Incidents/2024-05-28 wikikube-api

document status: in-review

Summary

Incident metadata (see Incident Scorecard)
Incident ID	2024-05-28 wikikube-api	Start	2024-05-28 12:23
Task	T366094	End	2024-05-28 17:00
People paged	4	Responder count	effie, hugh, alex, kamila, marostegui, cdanis, rzl
Coordinators	Kamila, Reuven	Affected metrics/SLOs	No relevant SLOs exist. The only metric that comes to mind as relevant is deployment failures. A possible future SLO is Kubernetes API availability.
Impact	No impact for wiki users. 4 MediaWiki deployments failed. A global scap lock was put into place as a precautionary measure against bad UX for deployers

Triggered by a failed scap deployment of MediaWiki, the team dug into figuring out the underlying causes, unearthing a network and CPU saturation at the WikiKube Kubernetes cluster api servers. Aside from the issue being witnessed by 2 deployers, no other discernible impact was observed. As an inadvertent result of the investigation, scap deployments became faster.

They were multiple interrelated causes that contributed and made debugging slower

For the past few months, during any MW deploy, we've been saturating k8s control plane CPU in both eqiad and codfw.
A graph showing slowly increasing CPU saturation for codfw api servers
A graph showing slowly increasing CPU saturation for eqiad api servers
The saturation also manifested as slowly increasing latencies for blackbox probes
More and more worker servers were being added to the WikiKube clusters
1 of the kubemaster VMs was on a 1G Ganeti node, the other one on a 10G ganeti node. After the first incident, the second kubemaster (the one on 1G ganeti node) took over part of the load.
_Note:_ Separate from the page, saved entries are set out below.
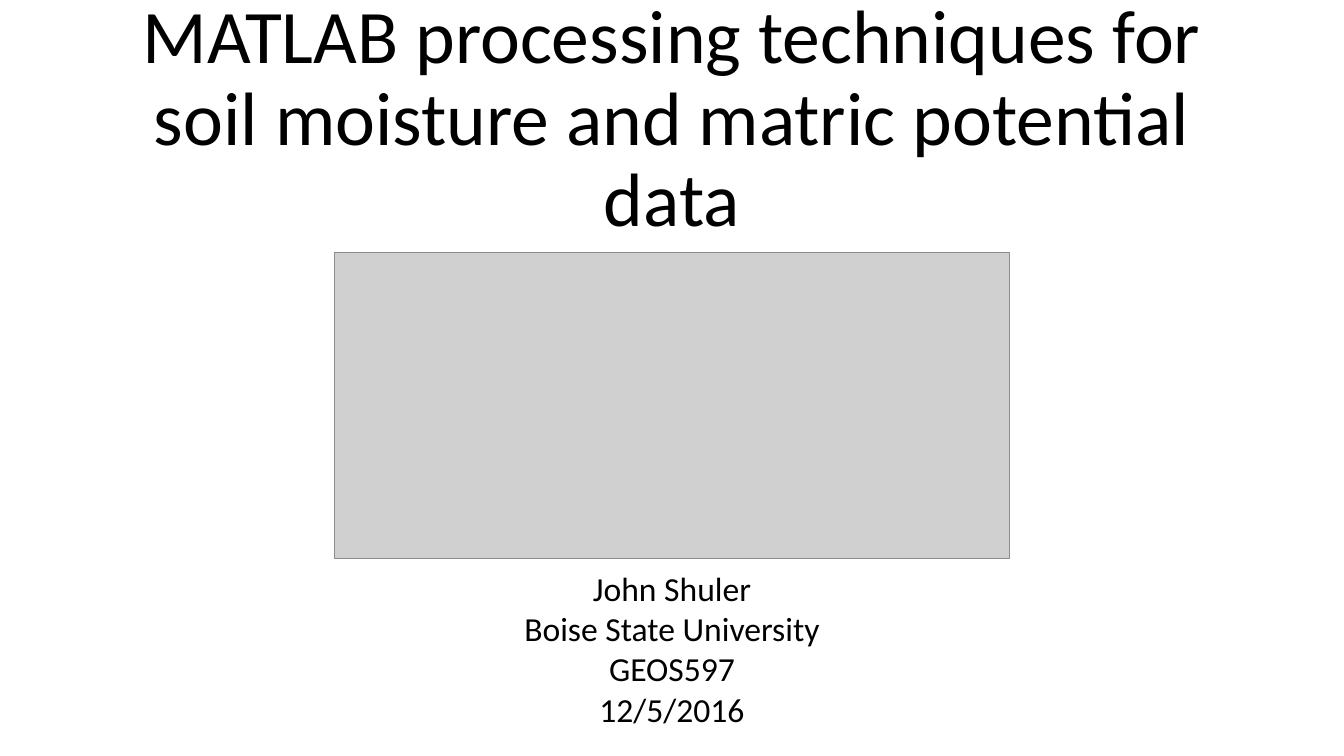
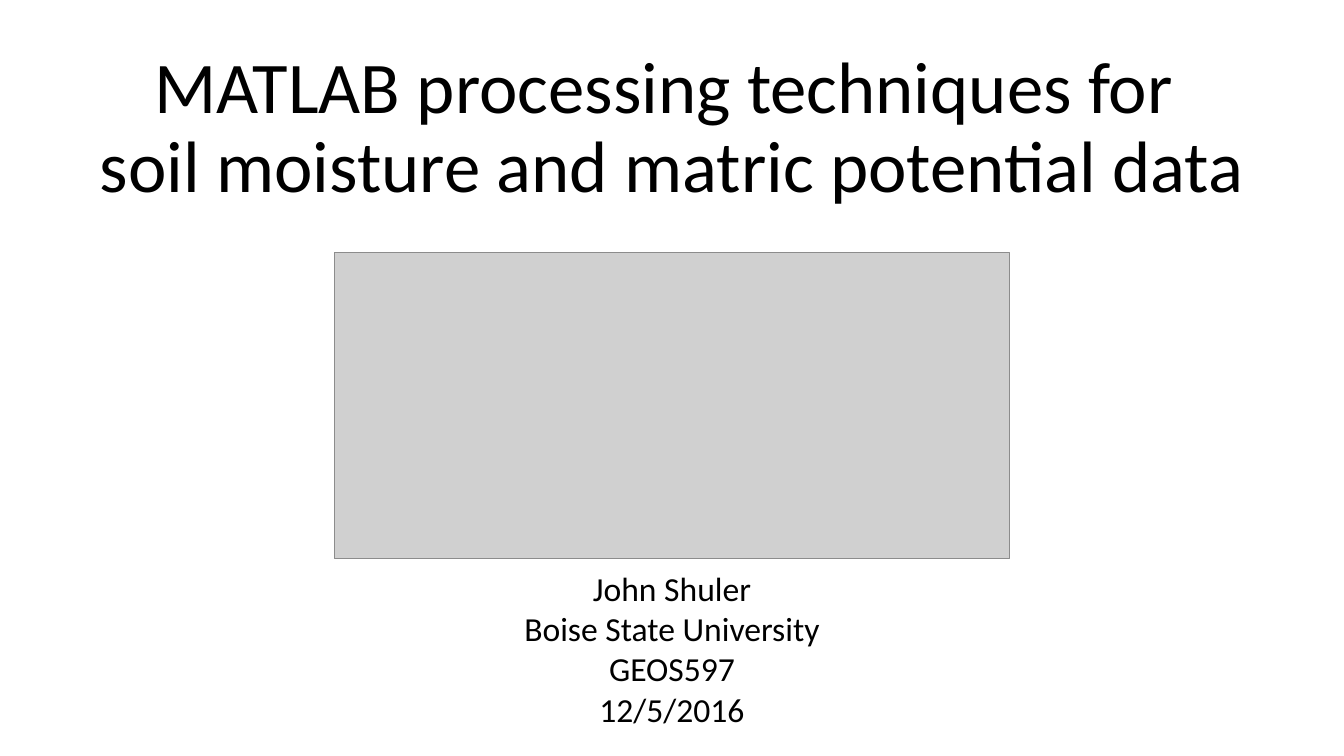
Before and after one commit to jbshuler/GEOS397, a slide deck: slide 1 of Homework/Final Project/GEO597_TermProject_Shuler.pptx. Drawn at 1344x756 pixels with LibreOffice and Linux fonts; fonts in the diff are those of the drawing; grey boxes stand for pictures. Boxes give left, top, right and bottom in pixels: in the first picture for what was removed or moved away, otherwise in the second. Text is boxed around its words. In the diff, an @@ line names an element or a change of style, - is before the commit and + after.

```diff
--- a/Homework/Final Project/GEO597_TermProject_Shuler.pptx
+++ b/Homework/Final Project/GEO597_TermProject_Shuler.pptx
@@ title "MATLAB processing techniques for soil ...": place and size @@
-title "MATLAB processing techniques for soil ..." at bbox=[143, 10, 1201, 227]
+title "MATLAB processing techniques for soil ..." at bbox=[100, 62, 1244, 204]
@@ title "MATLAB processing techniques for soil ..." at bbox=[100, 62, 1244, 204]: size 54 to 52 pt @@
```
Also in this commit, not shown: 7 other files.

Network wise, it was unable to sustain the level of traffic and ended up having ~6k TCP retransmits per second.
At the end of the week before the incident, we had enabled OpenTelemetry collector in eqiad, following a successful deployment in codfw
We were in the process of adding more kubernetes api-servers in both datacenters.
Slowly increasing blackbox probe latency

Timeline

All times in UTC. Incident investigation spans 3 days.

12:23 <TimStarling> ^ trying to deploy a single-file change but k8s is very slow
12:23 <TimStarling> 12:23:11 Command '['helmfile', '-e', 'eqiad', '--selector', 'name=main', 'apply']' returned non-zero exit status 1.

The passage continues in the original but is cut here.